Amigo de Pelé, Ayrton Senna e Gustavo Kuerten, o ex-banqueiro Antonio Carlos de Almeida Braga não coleciona vinhos nem obras de arte. Seu único capricho é patrocinar talentos do esporte

Por Sofia Cerqueira
Atualizado em 5 jun 2017, 14h05 - Publicado em 10 abr 2013, 17h57

Em meio à arena lotada do complexo Crandon Park, em Miami, um senhor de 86 anos acompanhava atentamente um dos principais torneios de tênis dos Estados Unidos, o Masters 1000, encerrado na última semana. Vestido com camisa polo, calça esporte, mocassins sem meias e relógio de borracha no pulso, ele poderia se passar por mais um aposentado americano divertindo-se com as raquetadas do britânico Andy Murray e do espanhol David Ferrer.
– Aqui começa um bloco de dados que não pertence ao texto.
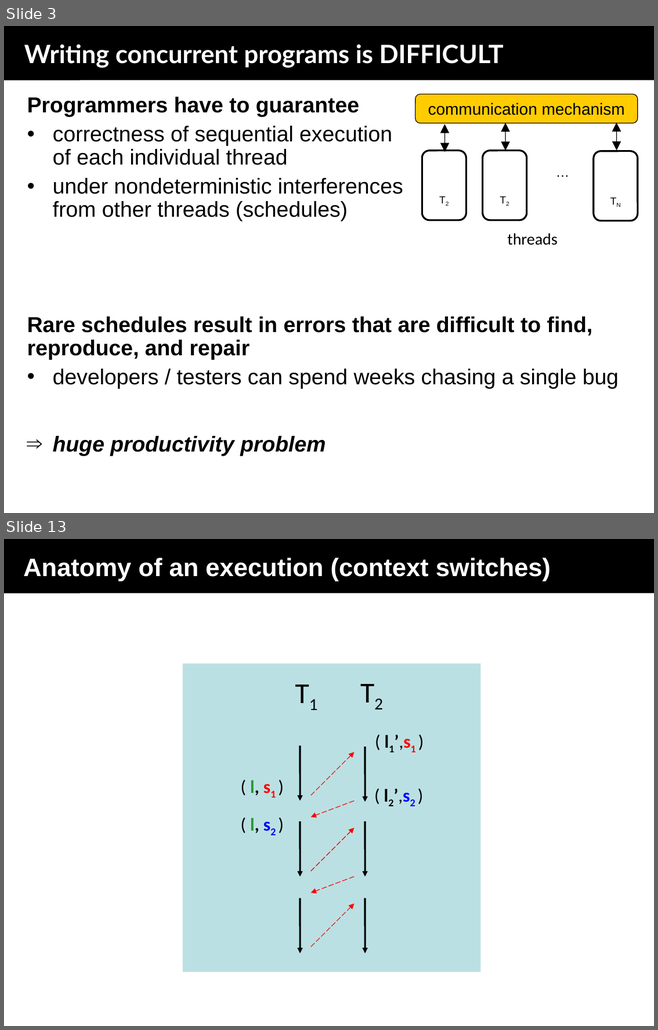
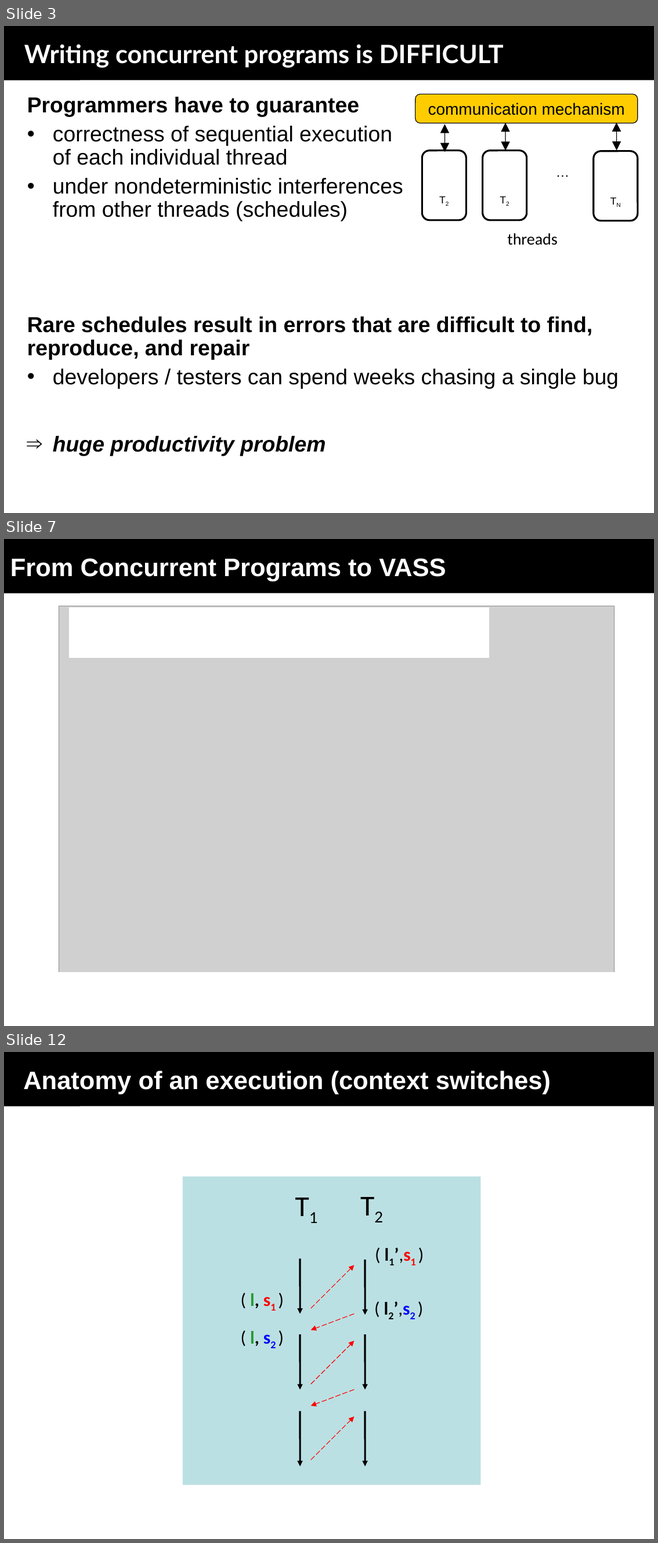
Before and after one commit to menesro/mpri, a slide deck: lecture3/sequentializations.ppt. Shown one above the other, each under a label of ours: slides 3 and 13 before the commit, slides 3, 7 and 12 after it; the slides between them are not shown. The pictures are 658x1030 and 658x1543 pixels, drawn with LibreOffice and Linux fonts; fonts in the diff are those of the drawing; grey boxes stand for pictures. Boxes give left, top, right and bottom in pixels: in the first picture for what was removed or moved away, otherwise in the second. Text is boxed around its words. In the diff, an @@ line names an element or a change of style, - is before the commit and + after.

```diff
--- a/lecture3/sequentializations.ppt
+++ b/lecture3/sequentializations.ppt
@@ slide 7 added at [4,539,654,1026], background #FFFFFF; not listed: 1 template element that a slide beside it also shows @@
@@ title added at [4,539,654,593], fill #000000, 28 pt, text #FFFFFF, bold @@
+From Concurrent Programs to VASS
@@ picture added at [59,606,614,1022] @@
@@ rectangle added at [70,609,488,657], fill #FFFFFF, outline #FFFFFF 2.01 pt @@
@@ rectangle added at [59,973,622,1022], fill #FFFFFF, outline #FFFFFF 2.01 pt @@
@@ what was slide 13 is now slide 12 @@
```
Also in this commit, not shown: 7 other slides added, 2 slides removed.

Mas o ex-banqueiro Antonio Carlos de Almeida Braga tem pouquíssimo em comum com os outros vovôs que assistiam à partida despretensiosamente. Lenda viva do esporte brasileiro, Braguinha, como é conhecido, segue religiosamente o calendário das grandes competições do planeta, independentemente da modalidade em disputa. Desde 1950, por exemplo, não perde uma única partida da seleção brasileira em Copa do Mundo. Também compareceu a todos os Jogos Olímpicos nos últimos quarenta anos. Tamanha paixão não se resume à torcida. Com incansável disposição para patrocinar e apoiar financeiramente os grandes talentos, ele se tornou o principal mecenas de alguns dos mais destacados atletas nacionais ? e, na maioria dos casos, também amigo pessoal. Goza da intimidade de Pelé, fala sempre com Emerson Fittipaldi, tem a eterna gratidão de Gustavo Kuerten e acompanhou Ayrton Senna, herói das pistas, em seus últimos sete anos de vida. “O esporte é minha fonte de juventude, de satisfação”, diz.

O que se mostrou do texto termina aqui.